Mount Saint Helens, Mount Rainier and the
Gifford Pinchot wilderness area of her home state of Washington had
been on her mind all morning. Missed were the fragrant tall pines,
clean air, and abundant wildlife.

Screw the radiation
, she said to
herself. This was no way to live; cooped up with a million tons of
rock parked directly over her head made her feel no different than
one of those things on the monitor. No—she was still alive—and she
had made up her mind.

She called in her senior Secret Service Agent
Adam Cross. The former Special Forces operator, with multiple
combat deployments under his belt, had been on her protection
detail since she was Speaker of the House.
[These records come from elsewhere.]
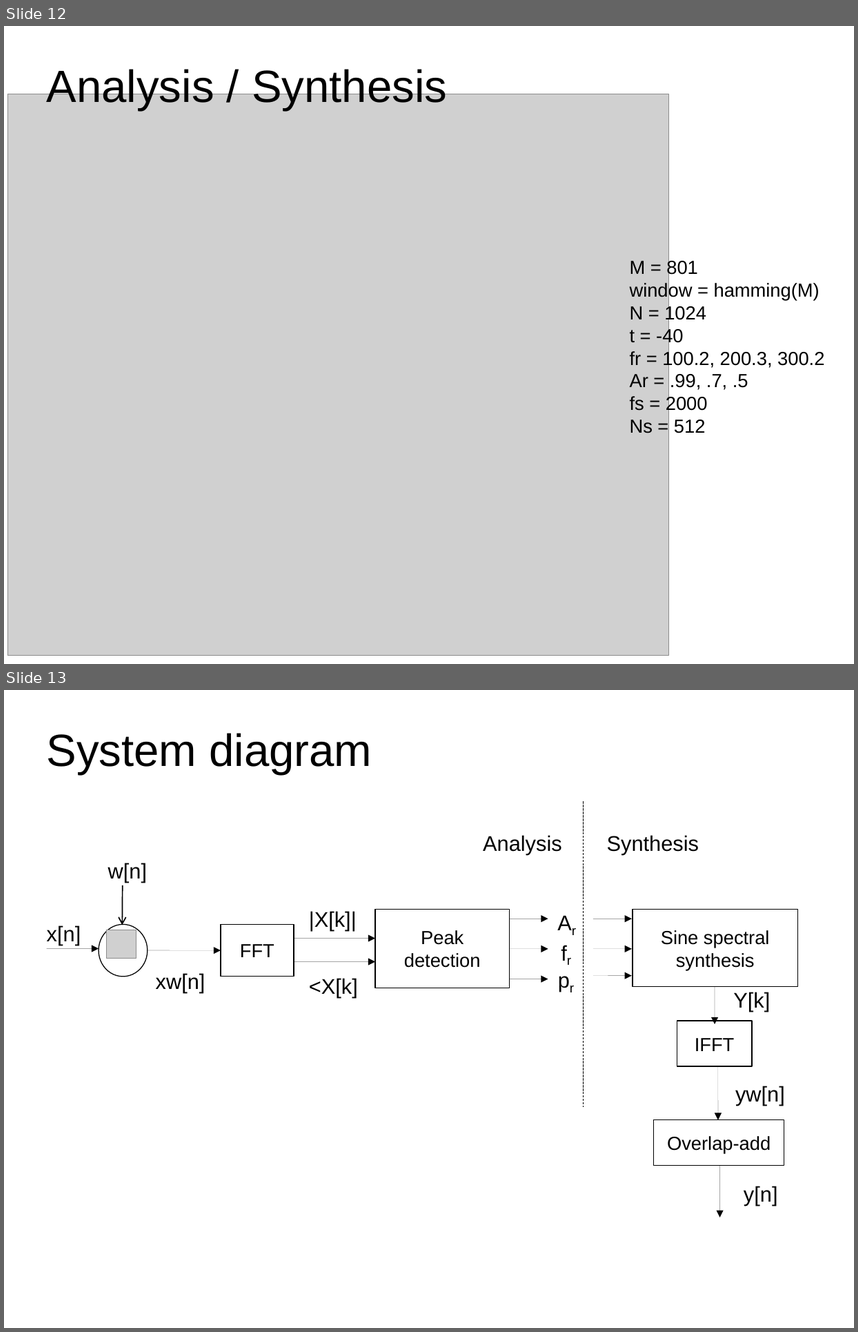
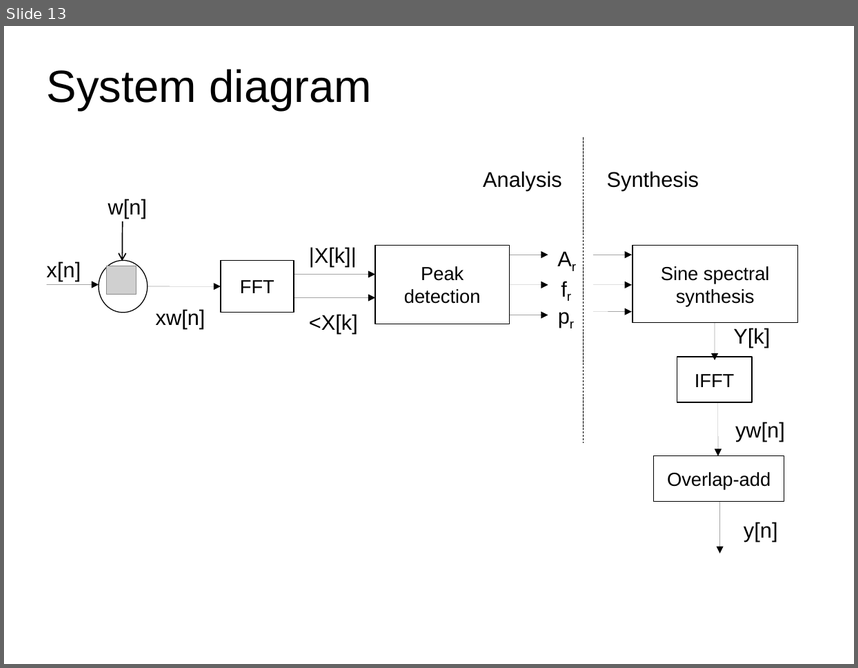
Before and after one commit to MTG/sms-tools, a slide deck: lectures/5-Sinusoidal-model/Sinusoidal-Model-2.odp. Shown one above the other, each under a label of ours: slides 12 and 13 before the commit, slide 13 after it. The pictures are 858x1332 and 858x668 pixels, drawn with LibreOffice and Linux fonts; fonts in the diff are those of the drawing; grey boxes stand for pictures. Boxes give left, top, right and bottom in pixels: in the first picture for what was removed or moved away, otherwise in the second. Text is boxed around its words. In the diff, an @@ line names an element or a change of style, - is before the commit and + after.

```diff
--- a/lectures/5-Sinusoidal-model/Sinusoidal-Model-2.odp
+++ b/lectures/5-Sinusoidal-model/Sinusoidal-Model-2.odp
@@ slide 12 removed at [4, 26, 854, 664], background #FFFFFF @@
@@ title removed at [47, 67, 447, 111] @@
-Analysis / Synthesis
@@ picture removed at [7, 94, 668, 655] @@
@@ text removed at [630, 259, 824, 433] @@
-M = 801
-window = hamming(M)
-N = 1024
-t = -40
-fr = 100.2, 200.3, 300.2
-Ar = .99, .7, .5
-fs = 2000
-Ns = 512
```
Also in this commit, not shown: 2 slides changed, 2 slides added, 1 other slide removed, 28 other files.
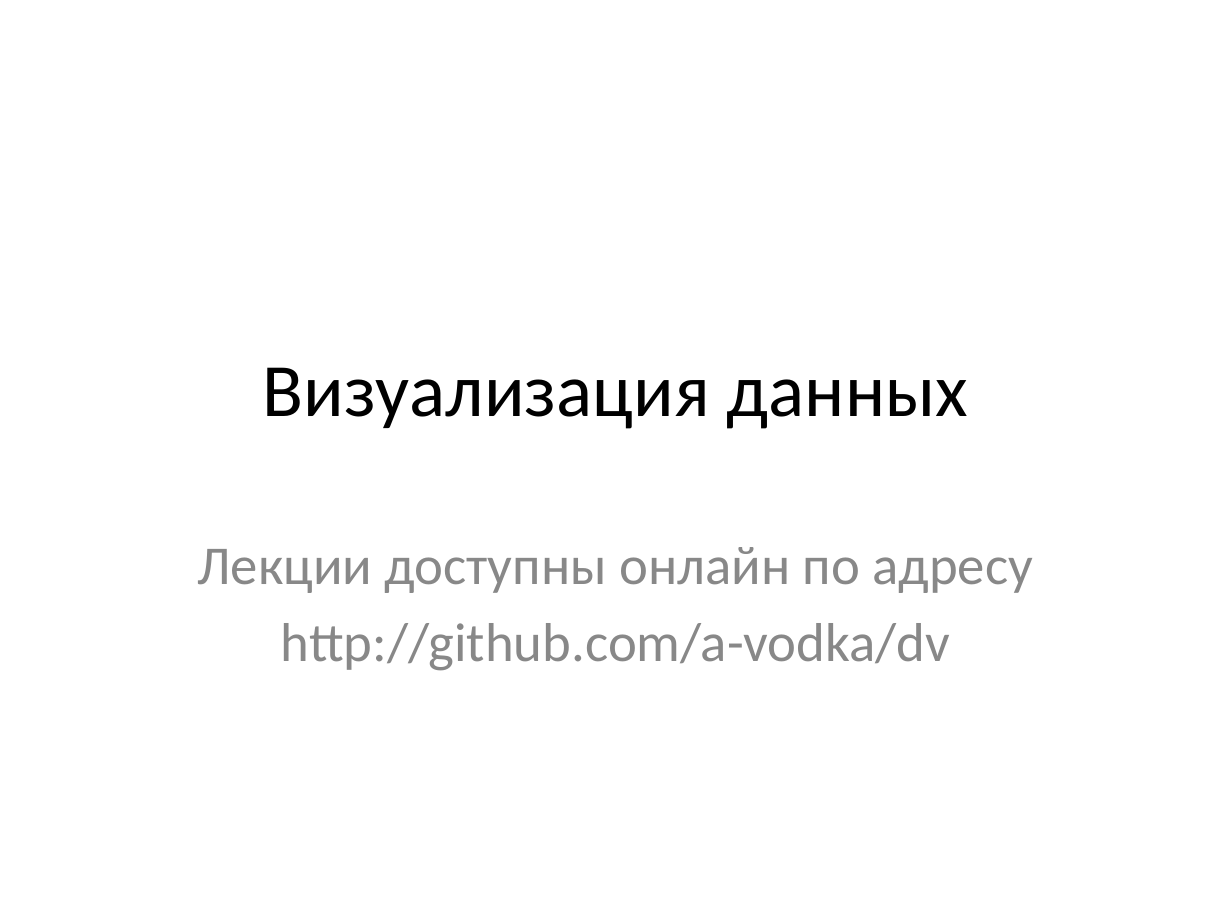
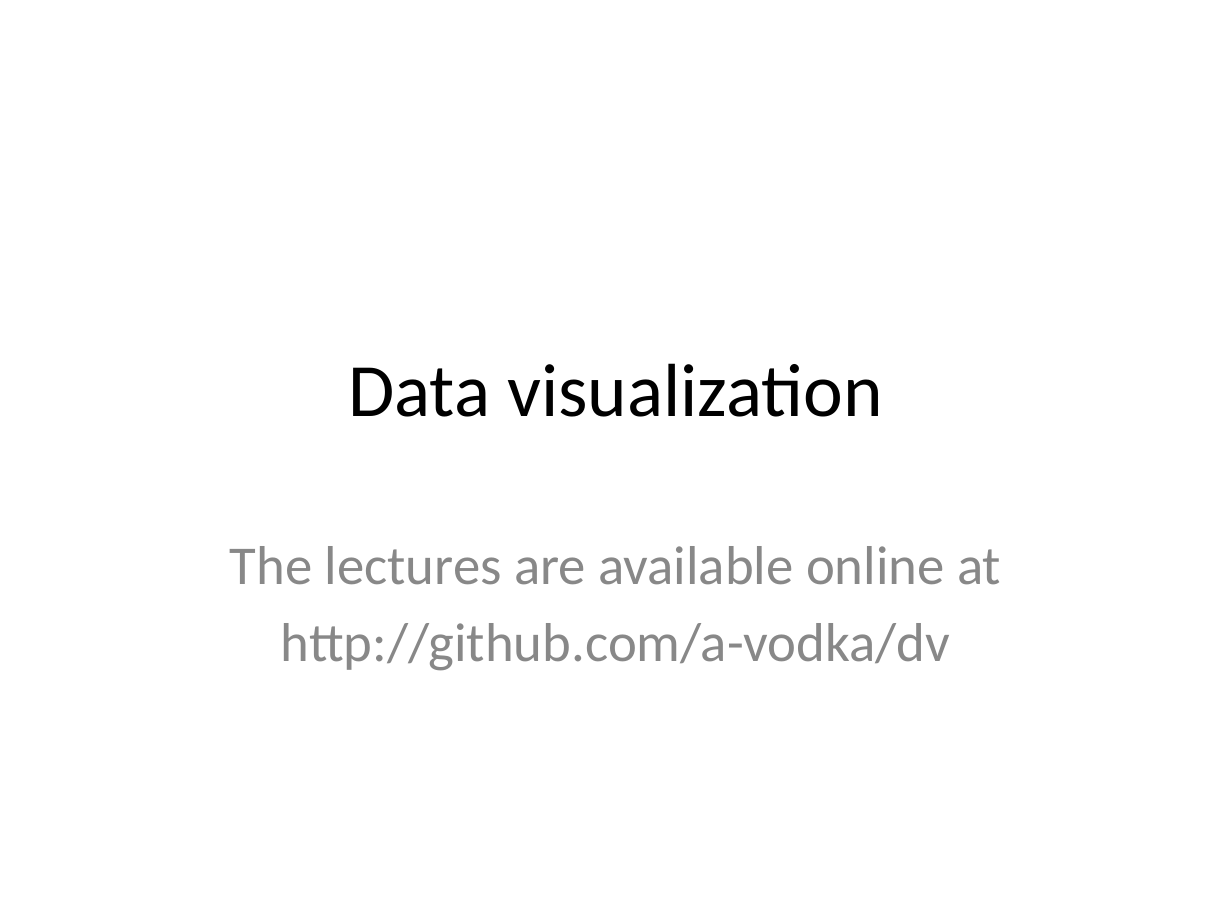
Before and after one commit to a-vodka/dv, a slide deck: slide 1 of dv-lec1-intro.pptx. Drawn at 1232x924 pixels with LibreOffice and Linux fonts; fonts in the diff are those of the drawing; background and template pictures are left out. Boxes give left, top, right and bottom in pixels: in the first picture for what was removed or moved away, otherwise in the second. Text is boxed around its words. In the diff, an @@ line names an element or a change of style, - is before the commit and + after.

```diff
--- a/dv-lec1-intro.pptx
+++ b/dv-lec1-intro.pptx
@@ title at box(348, 363, 883, 417): text changed @@
-Визуализация данных
+Data visualization
@@ subtitle at box(230, 546, 1001, 585): text changed @@
-Лекции доступны онлайн по адресу
+The lectures are available online at
```
Also in this commit, not shown: 28 other slides changed, 5 slides added, 5 slides removed, 9 other files.

Now as President of the
United States her armed entourage had doubled in size, surrounding
her everywhere she went. Agent Cross was fiercely loyal. He would
not only take a bullet for her, the tall blonde shooter would also
get in the way of a Z bite for her.

The President sprang her ambush the second
Agent Cross entered the low-ceilinged war room. “I’ve thought this
over six ways from Sunday,” she said confidently. “I’m going to
go... I can still make it in time if we hustle. Get the flight crew
ready, I want to be wheels up in five—
that is an order
.”

Cross hailed the Osprey crew who were suited
up and standing by on Alert 5—which meant they were ready to go and
could be airborne in less than five minutes. The Marine Major and
the rest of her four-man crew jumped at once and were in the
elevator heading to the surface in under a minute.